Hala Salem Darwish, 18, is on life support inside Al-Aqsa Martyrs Hospital in Deir al-Balah, Gaza. Another Palestinian, 13-year-old Mohammed Sabr al-Sheikh, is fighting for his life in a hospital in the occupied West Bank.
Hala was preparing dinner for her family and Mohammed was playing football when Israeli snipers shot them in the head.
Recommended Stories
4 item listend of list
Their stories, spanning a distance of approximately 100 km (62 mi), highlight the persistent and deadly violence faced by Palestinian youth in the occupied Palestinian territory.
Hala: A shattered marriage
Hala, who was taking refuge in the Maghazi refugee camp in central Gaza, was looking forward to her wedding on May 1. The youngest daughter in her family, she had already prepared her mehendi and finalized the preparations for the celebration.
Those plans were shattered when an Israeli sniper stationed east of the camp shot her in the head while she was preparing dinner inside her home near a clinic run by the United Nations Refugee Agency for Palestinians (UNRWA). She could join the more than 72,000 Palestinians killed by Israel since October 2023. About 40,000 of those killed were women and children.
“She had prepared everything for the henna, the wedding and all those traditions you know,” Mohammed Abu Jabr, a journalist and relative of Hala’s fiancé, told Al Jazeera.
“But the pill ended this dream.” Hala remains on life support in the intensive care unit of Al-Aqsa Martyrs Hospital in critical condition.

In the occupied West Bank, a similar tragedy occurred in the Jalazon refugee camp on 9 April. Thirteen-year-old Mohammed was playing outside his home when Israeli forces raided the camp amid heavy shelling.
Mohammed was shot in the head by an Israeli sniper.
“The bullet hit him in the head and went out,” his father Sabr al-Sheikh told Al Jazeera.
Mohammed is currently receiving treatment at the Istishari Arab Hospital in Ramallah in the occupied West Bank. Dr. Abdel Wahab Kharousha said the collision was so severe that part of the boy’s brain came out of the wound.
Mohammed remains under constant anesthesia in the Neurology Intensive Care Unit to control pressure on his brain. His father said, “Mohammed is a hard-working boy.” “He loved playing football…There was no shortage of doctors.”
A systemic impact on youth
The shootings of Hala and Mohammed are part of a broader increase in Israeli violence against Palestinian minors.
On Tuesday morning, 16-year-old Mohammed Majdi al-Jabri was killed when he was hit by a vehicle in the security convoy of an Israeli minister in Hebron. According to reports, the vehicle belonged to the company providing security to Settlement Minister Orit Strock.
At least four Palestinians, including two boys aged 14 and 16, were killed in attacks by Israeli forces and settlers in the occupied West Bank on Tuesday.
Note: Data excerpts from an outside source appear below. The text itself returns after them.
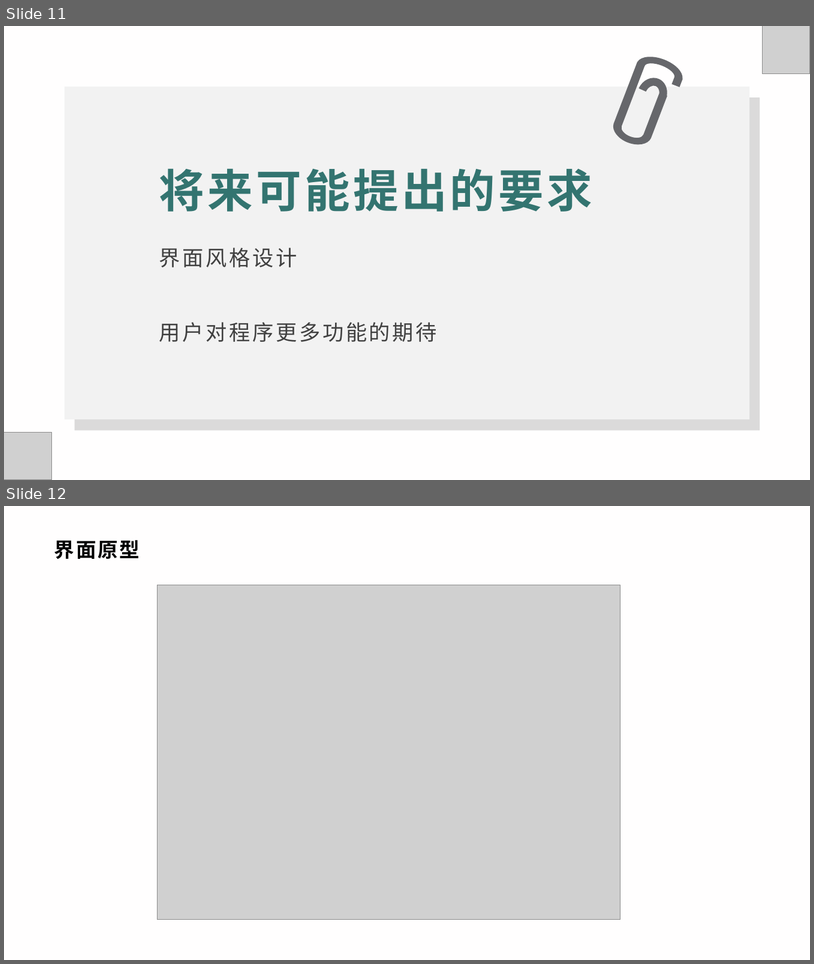
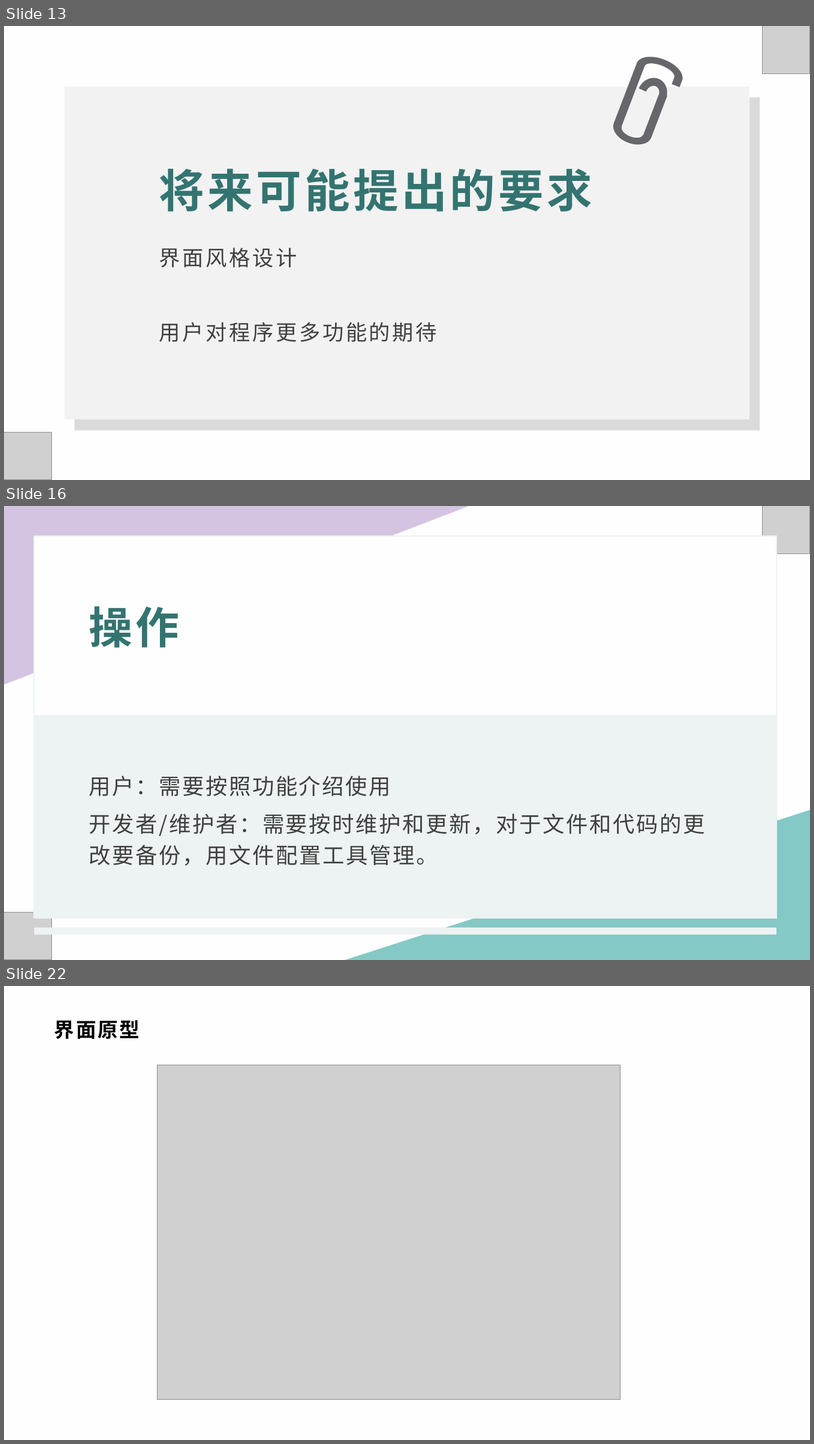
Before and after one commit to xlisses/ruang, a slide deck: Requirement_Statements/需求分析.pptx. Shown one above the other, each under a label of ours: slides 11 and 12 before the commit, slides 13, 16 and 22 after it; the slides between them are not shown. The pictures are 814x964 and 814x1444 pixels, drawn with LibreOffice and Linux fonts; fonts in the diff are those of the drawing; grey boxes stand for pictures; background and template pictures are left out. Boxes give left, top, right and bottom in pixels: in the first picture for what was removed or moved away, otherwise in the second. Text is boxed around its words. In the diff, an @@ line names an element or a change of style, - is before the commit and + after.

```diff
--- a/Requirement_Statements/需求分析.pptx
+++ b/Requirement_Statements/需求分析.pptx
@@ slide 16 added at (4,506,810,960), background #FFFEFE @@
@@ freeform shape added at (4,506,469,684), fill #AE91CA at 53% opacity @@
@@ picture added at (763,506,810,554) @@
@@ rectangle added at (34,536,777,716), fill #FFFEFE, outline #EDF2F2 1.5 pt @@
@@ text added at (89,606,179,648), 52 pt, text #337470, bold @@
+操作
@@ rectangle added at (34,716,777,918), fill #EDF2F2, outline #EDF2F2 1.5 pt @@
@@ text added at (89,775,705,865), 26 pt, text #404040 @@
+用户：需要按照功能介绍使用
+开发者/维护者：需要按时维护和更新，对于文件和代码的更改要备份，用文件配置工具管理。
@@ freeform shape added at (345,810,810,960), fill #84C9C5 @@
@@ picture added at (4,912,52,960) @@
@@ rectangle added at (34,927,777,934), fill #EDF2F2 @@
@@ what was slide 11 is now slide 13 @@
@@ what was slide 12 is now slide 22 @@
```
Also in this commit, not shown: 2 slides changed, 10 other slides added.

In Gaza, at least seven Palestinians, including a child, were killed in a series of attacks despite a “truce” from October 2025. Israel has killed nearly 800 Palestinians in violation of the US-brokered “ceasefire”.
Israeli forces have killed 237 children in the occupied West Bank between October 2023 and mid-April, according to the Palestinian government’s media office.
Palestinian journalist Maryam Barghouti said Israel has launched “intense and increasingly violent” attacks in the occupied West Bank “with the aim of evicting Palestinians from their homes and lands.”
Thousands of Palestinians have been displaced by increased settler violence and Israeli actions in the West Bank. More than 700,000 residents live in illegal settlements built on private Palestinian land. The settlements are considered illegal under international law and are seen as the biggest obstacle to the realization of a Palestinian state as part of the so-called two-state solution.
Israeli soldiers have used sexual exploitation to force Palestinians from their homes in the occupied West Bank, a group of international humanitarian organizations said in a report published on Monday.
“Sexual violence is used to pressure communities to make decisions about whether to leave their homes and lands, and to change patterns of daily life,” report Said.